Exercise directions: Please, could you print all the lines below exactly, leaving out the pictures?

Data provided:
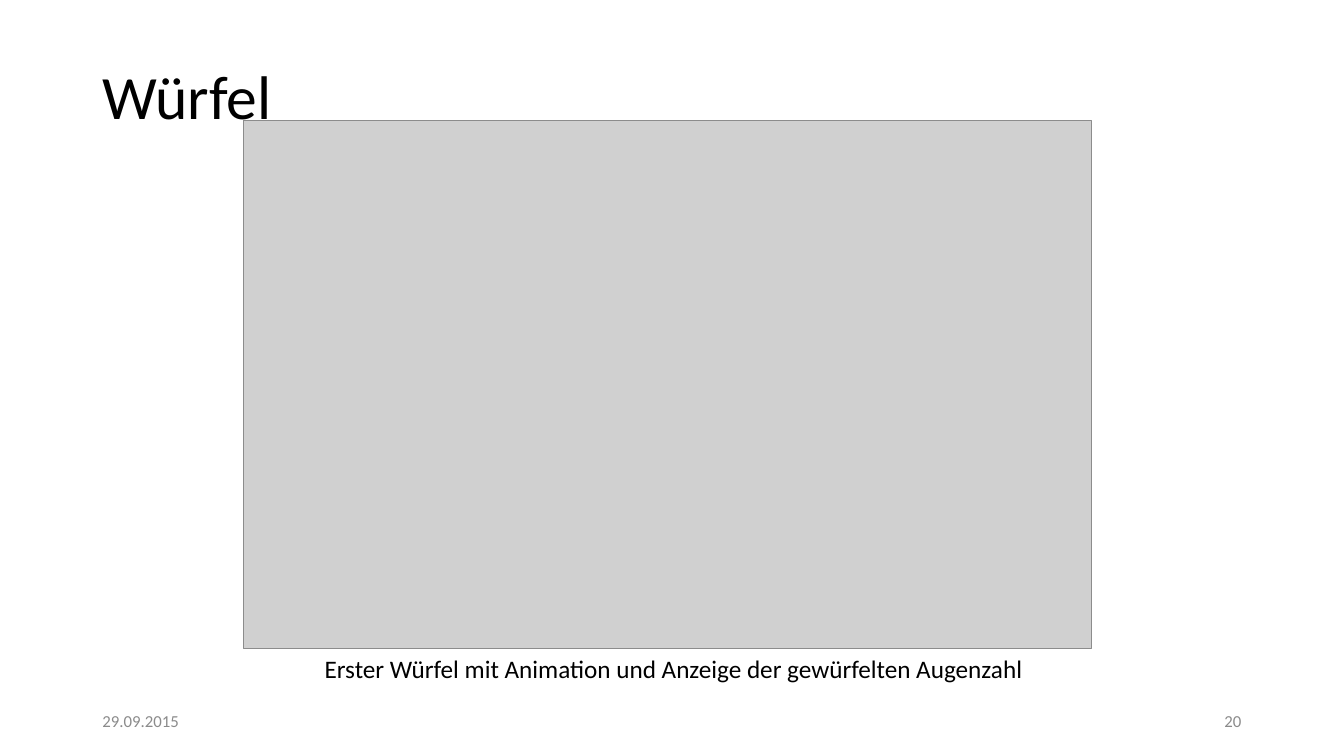
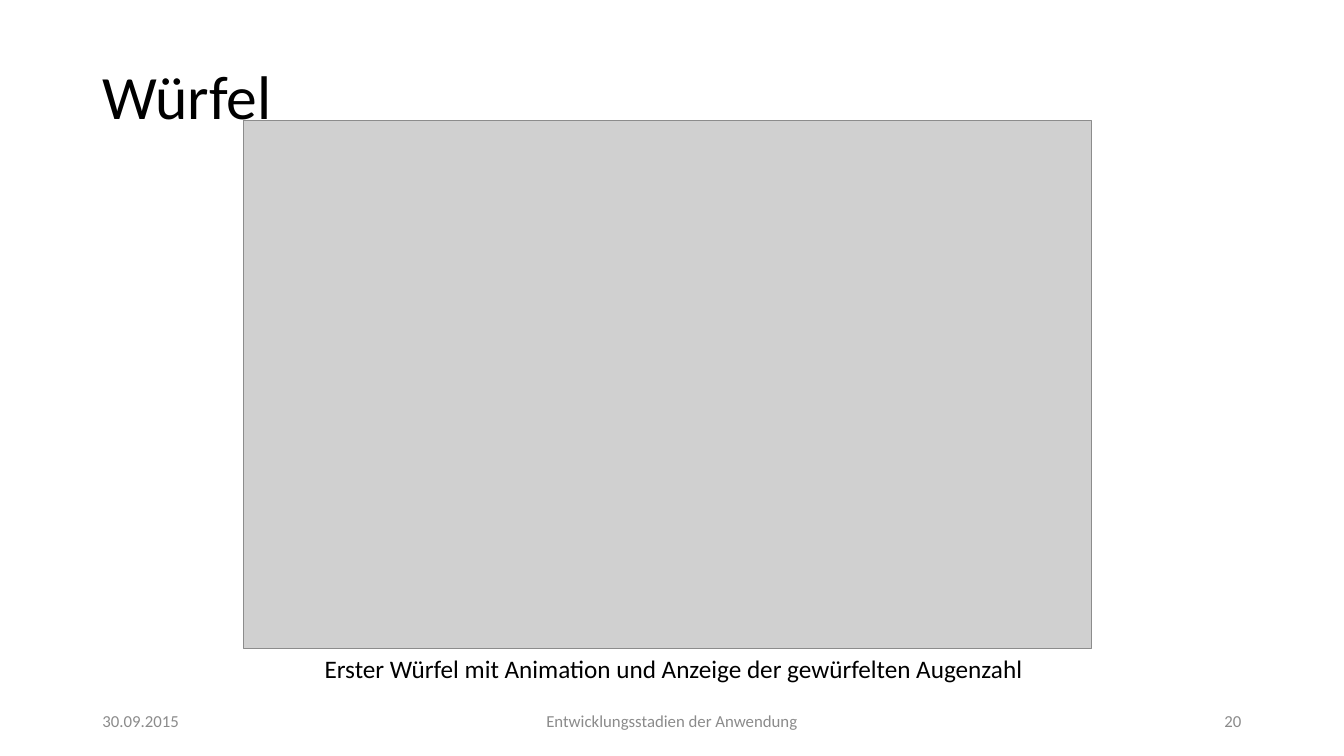
Before and after one commit to lukasleitsch/mensch-aergere-dich-nicht, a slide deck: slide 20 of Finale Präsentation.pptx. Drawn at 1344x756 pixels with LibreOffice and Linux fonts; fonts in the diff are those of the drawing; grey boxes stand for pictures. Boxes give left, top, right and bottom in pixels: in the first picture for what was removed or moved away, otherwise in the second. Text is boxed around its words. In the diff, an @@ line names an element or a change of style, - is before the commit and + after.

```diff
--- a/Finale Präsentation.pptx
+++ b/Finale Präsentation.pptx
@@ text at [102,716,178,727]: text changed @@
-29.09.2015
+30.09.2015
@@ text added at [546,715,797,730], 12 pt, text #8C8C8C @@
+Entwicklungsstadien der Anwendung
```
Also in this commit, not shown: 21 other slides changed.

Solution to this problem:
Before and after one commit to lukasleitsch/mensch-aergere-dich-nicht, a slide deck: slide 20 of Finale Präsentation.pptx. Drawn at 1344x756 pixels with LibreOffice and Linux fonts; fonts in the diff are those of the drawing; grey boxes stand for pictures. Boxes give left, top, right and bottom in pixels: in the first picture for what was removed or moved away, otherwise in the second. Text is boxed around its words. In the diff, an @@ line names an element or a change of style, - is before the commit and + after.

```diff
--- a/Finale Präsentation.pptx
+++ b/Finale Präsentation.pptx
@@ text at [102,716,178,727]: text changed @@
-29.09.2015
+30.09.2015
@@ text added at [546,715,797,730], 12 pt, text #8C8C8C @@
+Entwicklungsstadien der Anwendung
```
Also in this commit, not shown: 21 other slides changed.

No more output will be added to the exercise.